LPSK Kaji Permohonan Perlindungan Saksi Dalam Kasus TPPU

LPSK Kaji Permohonan Perlindungan Saksi Dalam Kasus TPPU
LPSK Kaji Permohonan Perlindungan Saksi Dalam Kasus TPPU

123Berita – 01 Agustus 2026 | Ketua Lembaga Perlindungan Saksi dan Korban (LPSK) Achmadi mengakui telah menerima pengajuan permohonan perlindungan dari saksi berinisial FH terkait kasus dugaan tindak pidana penganiayaan (TPPU) yang melibatkan eks Jampidsus. Permohonan ini disampaikan dalam rangka untuk memperoleh perlindungan dan jaminan keselamatan bagi saksi yang terlibat dalam perkara tersebut.

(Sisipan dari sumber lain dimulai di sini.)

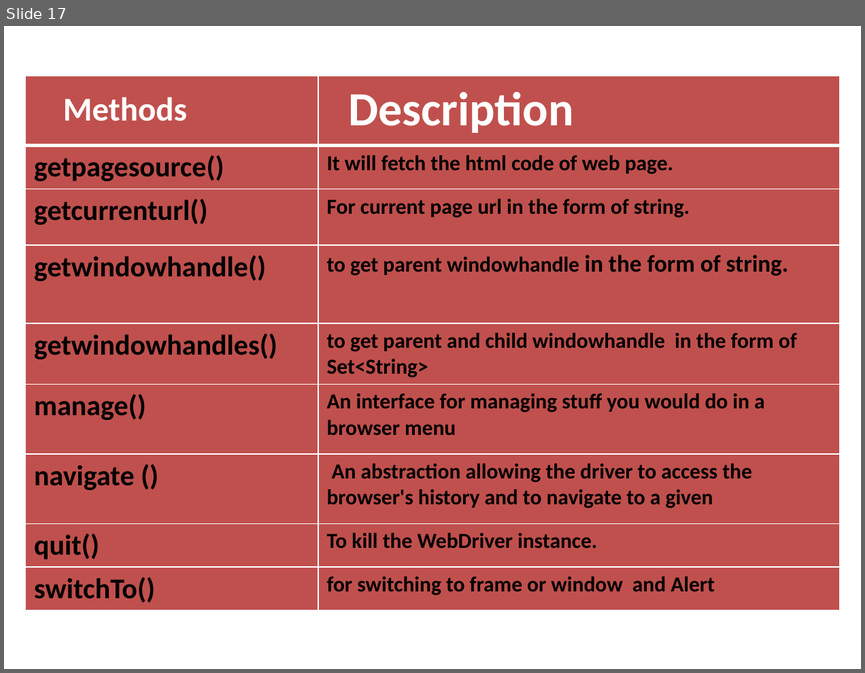
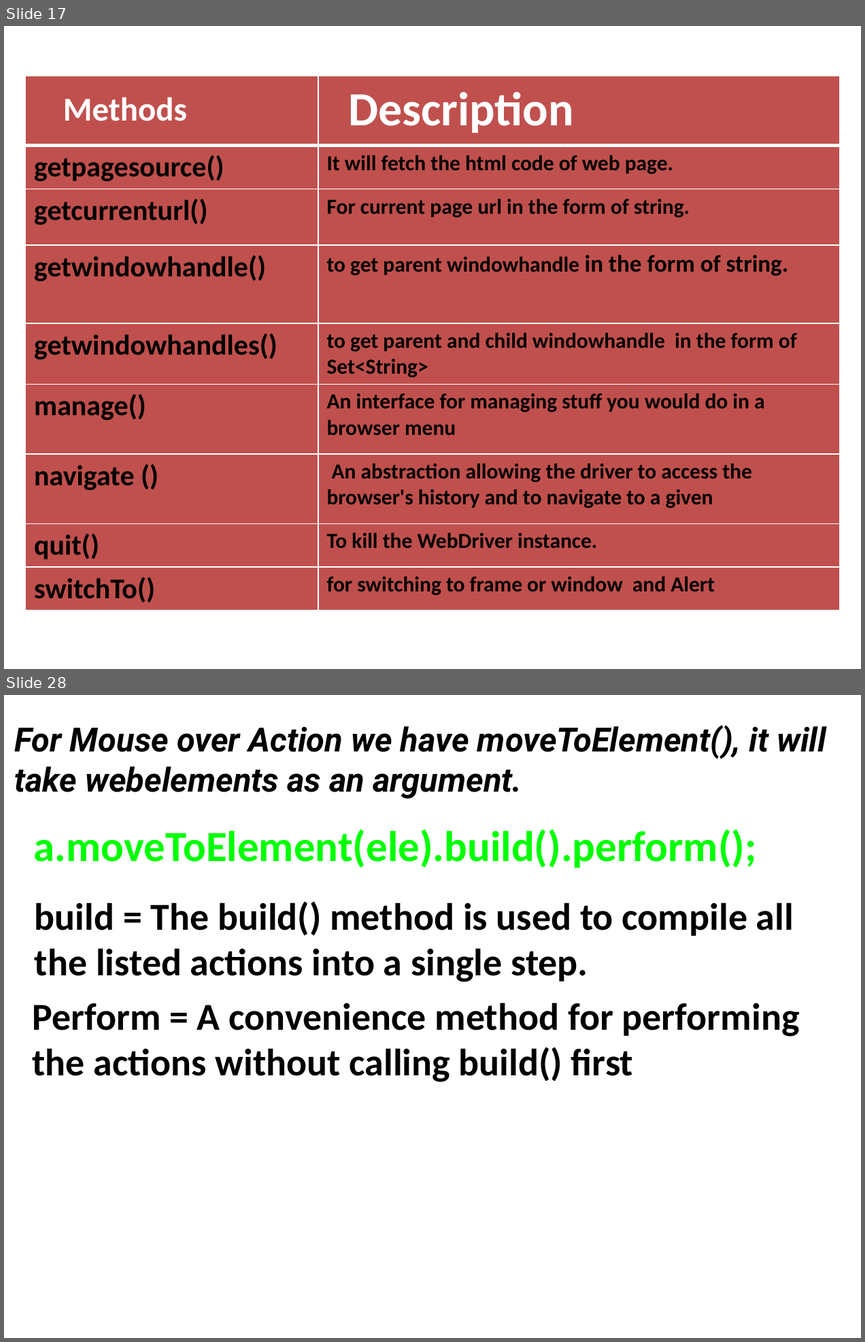
Before and after one commit to ankurverma99/Democmd, a slide deck: Selenium.pptx. Shown one above the other, each under a label of ours: slide 17 before the commit, slides 17 and 28 after it; the slides between them are not shown. The pictures are 865x673 and 865x1342 pixels, drawn with LibreOffice and Linux fonts; fonts in the diff are those of the drawing. Boxes give left, top, right and bottom in pixels: in the first picture for what was removed or moved away, otherwise in the second. Text is boxed around its words. In the diff, an @@ line names an element or a change of style, - is before the commit and + after.

```diff
--- a/Selenium.pptx
+++ b/Selenium.pptx
@@ slide 28 added at <box>4,695,861,1338</box>, background #FFFFFF @@
@@ text added at <box>14,725,826,798</box>, 28 pt, text #000000, bold, italic @@
+For Mouse over Action we have moveToElement(), it will take webelements as an argument.
@@ text added at <box>34,829,757,868</box>, 36 pt, text #00FF00, bold @@
+a.moveToElement(ele).build().perform();
@@ text added at <box>35,901,793,982</box>, 32 pt, text #000000, bold @@
+build = The build() method is used to compile all the listed actions into a single step.
@@ text added at <box>32,1002,800,1082</box>, 32 pt, text #000000, bold @@
+Perform = A convenience method for performing the actions without calling build() first
```
Also in this commit, not shown: 3 slides changed, 7 other slides added.

Dalam perkara ini, saksi FH diminta untuk memberikan keterangan dan bukti-bukti yang relevan untuk membantu proses penyelidikan dan penuntutan kasus TPPU. LPSK akan bekerja sama dengan lembaga penegak hukum lainnya untuk memastikan bahwa proses hukum berjalan dengan adil dan transparan.

Bacaan Lainnya

Perlindungan saksi merupakan salah satu aspek penting dalam proses hukum, karena saksi seringkali menghadapi risiko dan ancaman dari pihak-pihak yang terkait dalam perkara. Oleh karena itu, LPSK berkomitmen untuk memberikan perlindungan dan jaminan keselamatan bagi saksi yang terlibat dalam perkara tersebut.

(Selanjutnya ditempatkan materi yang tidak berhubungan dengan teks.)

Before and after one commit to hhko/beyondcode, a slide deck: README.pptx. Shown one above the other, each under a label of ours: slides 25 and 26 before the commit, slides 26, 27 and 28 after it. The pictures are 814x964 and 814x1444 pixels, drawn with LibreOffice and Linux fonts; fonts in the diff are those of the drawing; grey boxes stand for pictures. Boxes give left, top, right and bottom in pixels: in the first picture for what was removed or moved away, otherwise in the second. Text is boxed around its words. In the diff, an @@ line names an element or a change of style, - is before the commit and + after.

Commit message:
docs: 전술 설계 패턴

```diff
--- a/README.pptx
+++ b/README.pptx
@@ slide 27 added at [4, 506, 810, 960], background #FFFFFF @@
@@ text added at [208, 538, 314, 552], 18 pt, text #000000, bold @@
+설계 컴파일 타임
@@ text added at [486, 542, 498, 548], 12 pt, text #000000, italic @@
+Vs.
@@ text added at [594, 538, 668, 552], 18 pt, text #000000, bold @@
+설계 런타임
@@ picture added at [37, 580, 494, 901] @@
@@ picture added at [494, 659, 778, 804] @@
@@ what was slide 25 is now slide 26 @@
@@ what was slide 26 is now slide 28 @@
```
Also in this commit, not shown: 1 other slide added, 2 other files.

Dalam beberapa tahun terakhir, LPSK telah melakukan berbagai upaya untuk meningkatkan kemampuan dan kapasitasnya dalam memberikan perlindungan saksi. LPSK juga telah bekerja sama dengan lembaga internasional dan organisasi non-pemerintah untuk memperoleh dukungan dan bantuan dalam meningkatkan kualitas pelayanan perlindungan saksi.

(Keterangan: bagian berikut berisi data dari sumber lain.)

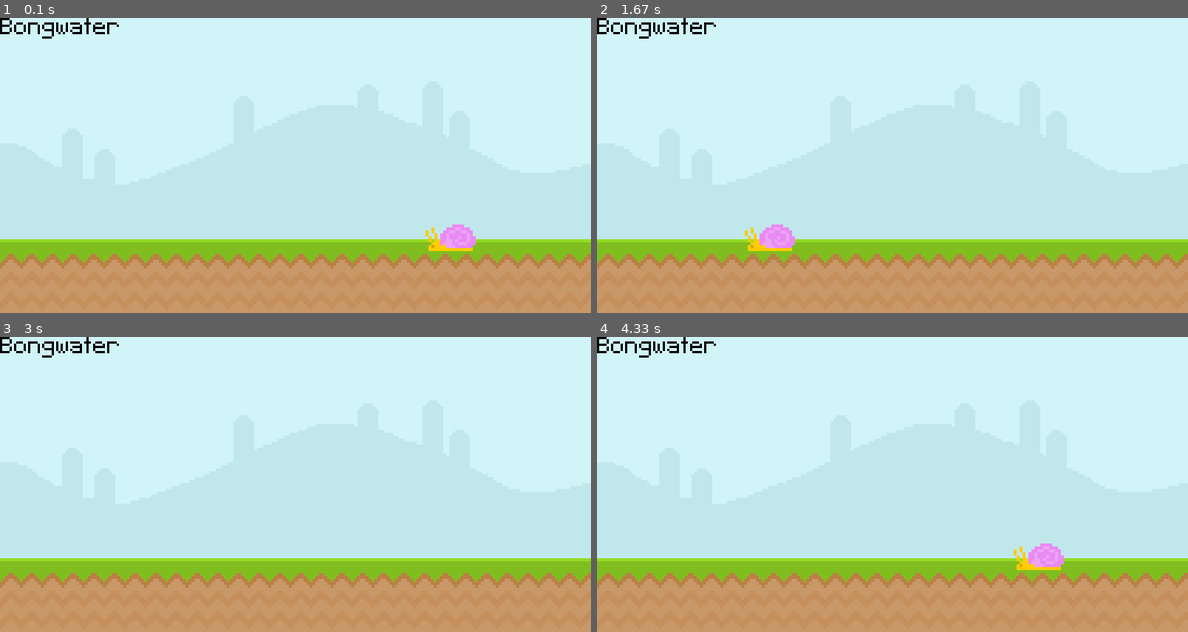
Above: before the commit, frames 1-4 (two rows, left to right).
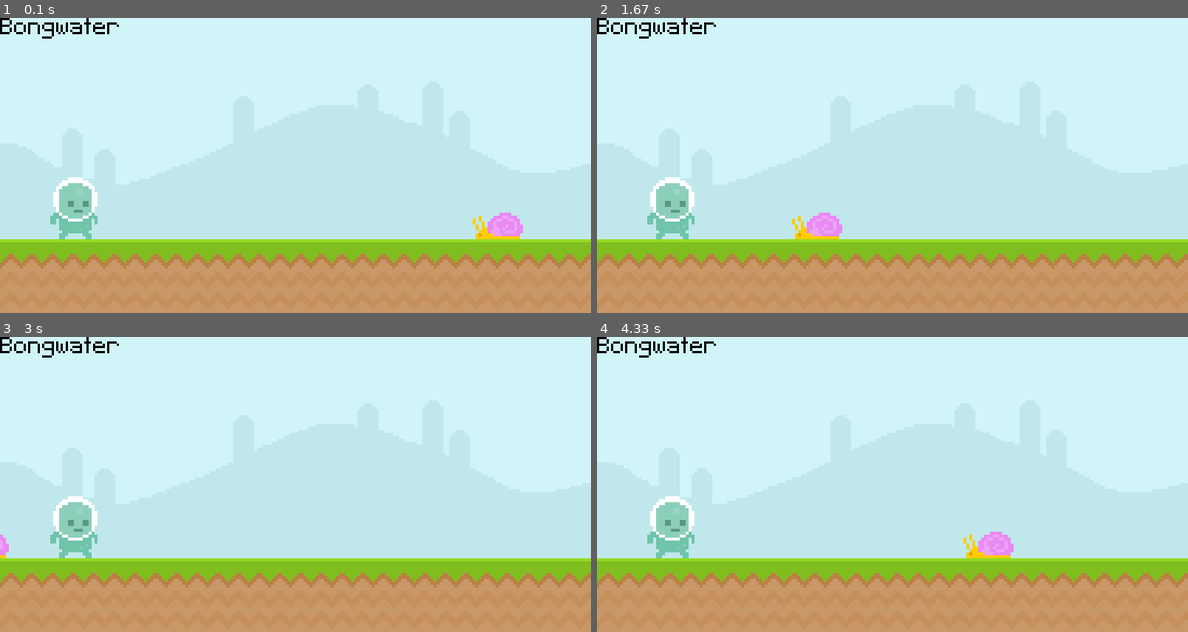
Above: after the commit, the same moments.

Repository: flyaway12345/PyGameTutorial
Game: pygame game, started from runner_class only.py
Same seed, same stepped clock (60 frames per second), same inputs: the game is played once before the commit and once after it.
Inputs:
- Up to frame 1 (0.1 s): no input
- Up to frame 2 (1.67 s): no input
- Up to frame 3 (3 s): no input
- Up to frame 4 (4.33 s): no input

The runs differ from the first frame. In frame 1, 2.4% of the frame differs, in the area x 8-89%, y 54-79%; in frame 2, 2.4%; in frame 3, 1.3%; in frame 4, 2.4%.

Commit message:
refactored surfaces into rectangal placement

Diff:
--- a/runner_class only.py
+++ b/runner_class only.py
@@ -12,10 +12,13 @@
 ground_surface = pygame.image.load('graphics/ground.png').convert()
 
 test_font = pygame.font.Font('font/Pixeltype.ttf', 50)
-text_surface = test_font.render('Bongwater',False,'Black')
+text_surf = test_font.render('Bongwater',False,'Black')
 
-snail_surface = pygame.image.load('graphics\snail\snail1.png').convert_alpha()
-snail_x_pos = 600
+snail_surf = pygame.image.load('graphics\snail\snail1.png').convert_alpha()
+snail_rect = snail_surf.get_rect(midbottom =(700,300))
+
+player_surf = pygame.image.load('graphics\Player\player_walk_1.png').convert_alpha()
+player_rect = player_surf.get_rect(midbottom = (100,300))
 
 while True:
     for event in pygame.event.get():
@@ -25,13 +28,12 @@
 
     screen.blit(sky_surface,(0,0))
     screen.blit(ground_surface,(0,300))
-    screen.blit(text_surface,(0,0))
+    screen.blit(text_surf,(0,0))
 
-    if(snail_x_pos <= -100):
-        snail_x_pos = 900
-    else:
-        snail_x_pos -= 4
 
-    screen.blit(snail_surface,(snail_x_pos,280))
+    if snail_rect.right <=0: snail_rect.left = 800
+    snail_rect.x -= 4
+    screen.blit(snail_surf,snail_rect)
+    screen.blit(player_surf,player_rect)
     pygame.display.update()
     clock.tick(60)

Kasus TPPU yang melibatkan eks Jampidsus ini merupakan salah satu contoh kasus yang kompleks dan memerlukan penanganan yang hati-hati dan profesional. LPSK berharap bahwa dengan melakukan kajian dan evaluasi yang teliti, permohonan perlindungan saksi dapat diproses dengan cepat dan efektif.

Di akhir, LPSK berkomitmen untuk terus meningkatkan kualitas pelayanan perlindungan saksi dan memastikan bahwa saksi yang terlibat dalam perkara tersebut mendapatkan perlindungan yang memadai dan sesuai dengan ketentuan hukum yang berlaku.